THE PROBLEM
Pull every line holding the word "arrow" from the data below and copy it.
*** Opening of DATA FOR ANALYSIS ***
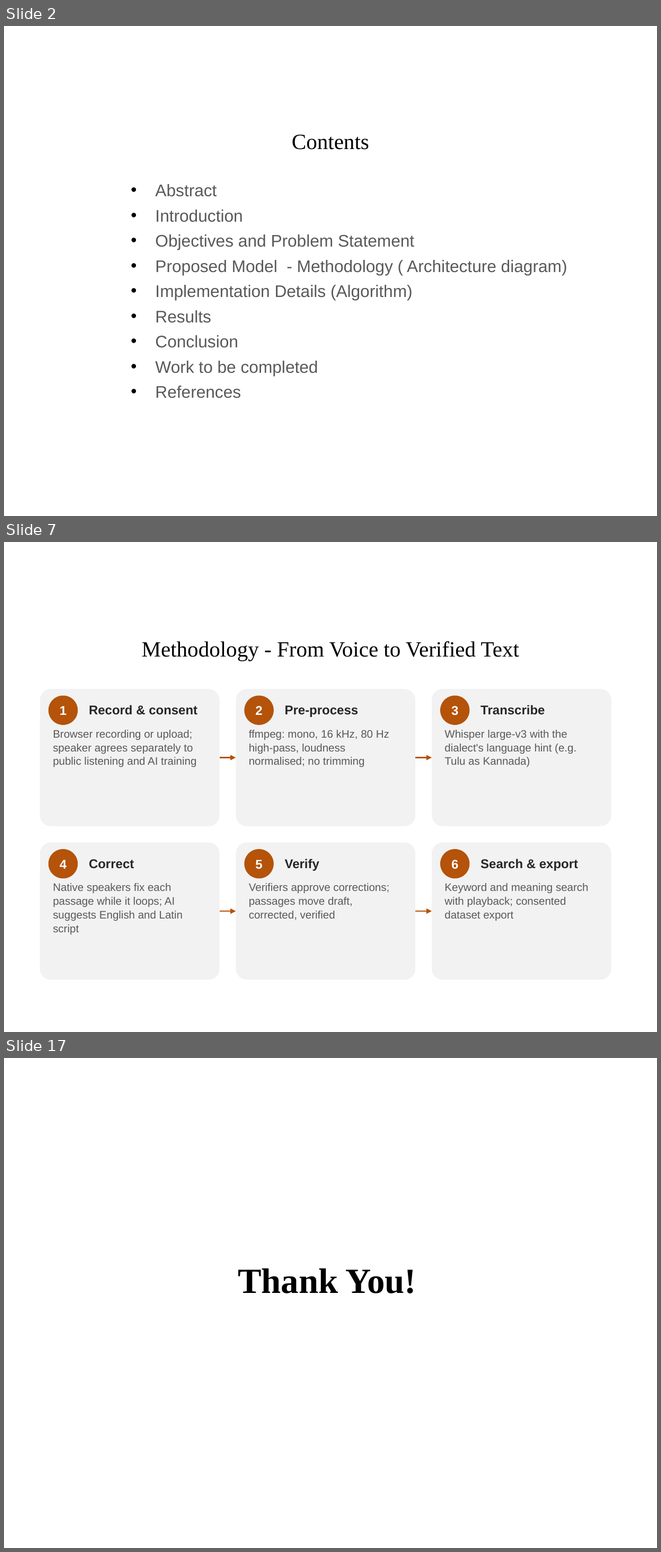
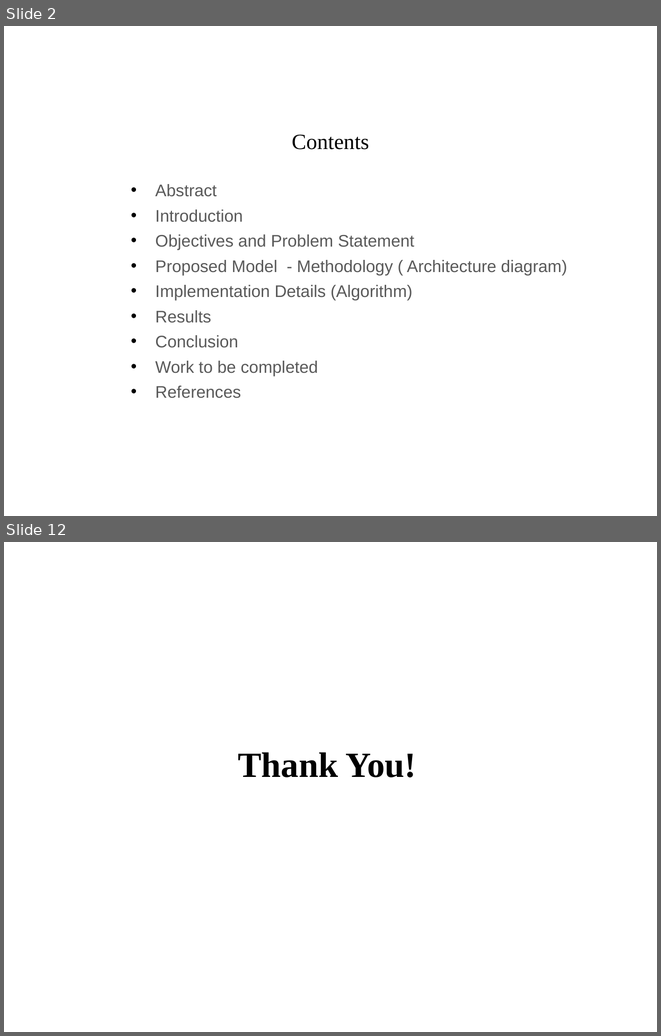
Before and after one commit to Mohamed-Ali-4/SwaraVeda, a slide deck: docs/SwaraVeda_Review2.pptx. Shown one above the other, each under a label of ours: slides 2, 7 and 17 before the commit, slides 2 and 12 after it; the slides between them are not shown. The pictures are 661x1552 and 661x1036 pixels, drawn with LibreOffice and Linux fonts; fonts in the diff are those of the drawing; background and template pictures are left out. Boxes give left, top, right and bottom in pixels: in the first picture for what was removed or moved away, otherwise in the second. Text is boxed around its words. In the diff, an @@ line names an element or a change of style, - is before the commit and + after.

```diff
--- a/docs/SwaraVeda_Review2.pptx
+++ b/docs/SwaraVeda_Review2.pptx
@@ slide 7 removed at <box>4,542,657,1032</box>, background picture (left out) @@
@@ text removed at <box>142,641,519,661</box> @@
-Methodology - From Voice to Verified Text
@@ rounded rectangle removed at <box>40,689,220,826</box> @@
-Record & consent
-Browser recording or upload; speaker agrees separately to public listening and AI training
@@ ellipse removed at <box>49,696,78,725</box> @@
-1
@@ rounded rectangle removed at <box>236,689,415,826</box> @@
-Pre-process
-ffmpeg: mono, 16 kHz, 80 Hz high-pass, loudness normalised; no trimming
@@ ellipse removed at <box>244,696,274,725</box> @@
-2
@@ rounded rectangle removed at <box>432,689,611,826</box> @@
-Transcribe
-Whisper large-v3 with the dialect's language hint (e.g. Tulu as Kannada)
@@ ellipse removed at <box>440,696,469,725</box> @@
-3
@@ arrow removed from (220, 758) to (236, 758) @@
@@ arrow removed from (415, 758) to (432, 758) @@
@@ rounded rectangle removed at <box>40,843,220,979</box> @@
-Correct
-Native speakers fix each passage while it loops; AI suggests English and Latin script
@@ rounded rectangle removed at <box>236,843,415,979</box> @@
-Verify
-Verifiers approve corrections; passages move draft, corrected, verified
@@ rounded rectangle removed at <box>432,843,611,979</box> @@
-Search & export
-Keyword and meaning search with playback; consented dataset export
@@ ellipse removed at <box>49,849,78,878</box> @@
-4
@@ ellipse removed at <box>244,849,274,878</box> @@
-5
@@ ellipse removed at <box>440,849,469,878</box> @@
-6
@@ arrow removed from (220, 911) to (236, 911) @@
@@ arrow removed from (415, 911) to (432, 911) @@
@@ what was slide 17 is now slide 12 @@
```
Also in this commit, not shown: 7 slides changed, 3 slides added, 7 other slides removed, 1 other file.
*** Close of DATA FOR ANALYSIS ***
ANSWER AREA
@@ arrow removed from (220, 758) to (236, 758) @@
@@ arrow removed from (415, 758) to (432, 758) @@
@@ arrow removed from (220, 911) to (236, 911) @@
@@ arrow removed from (415, 911) to (432, 911) @@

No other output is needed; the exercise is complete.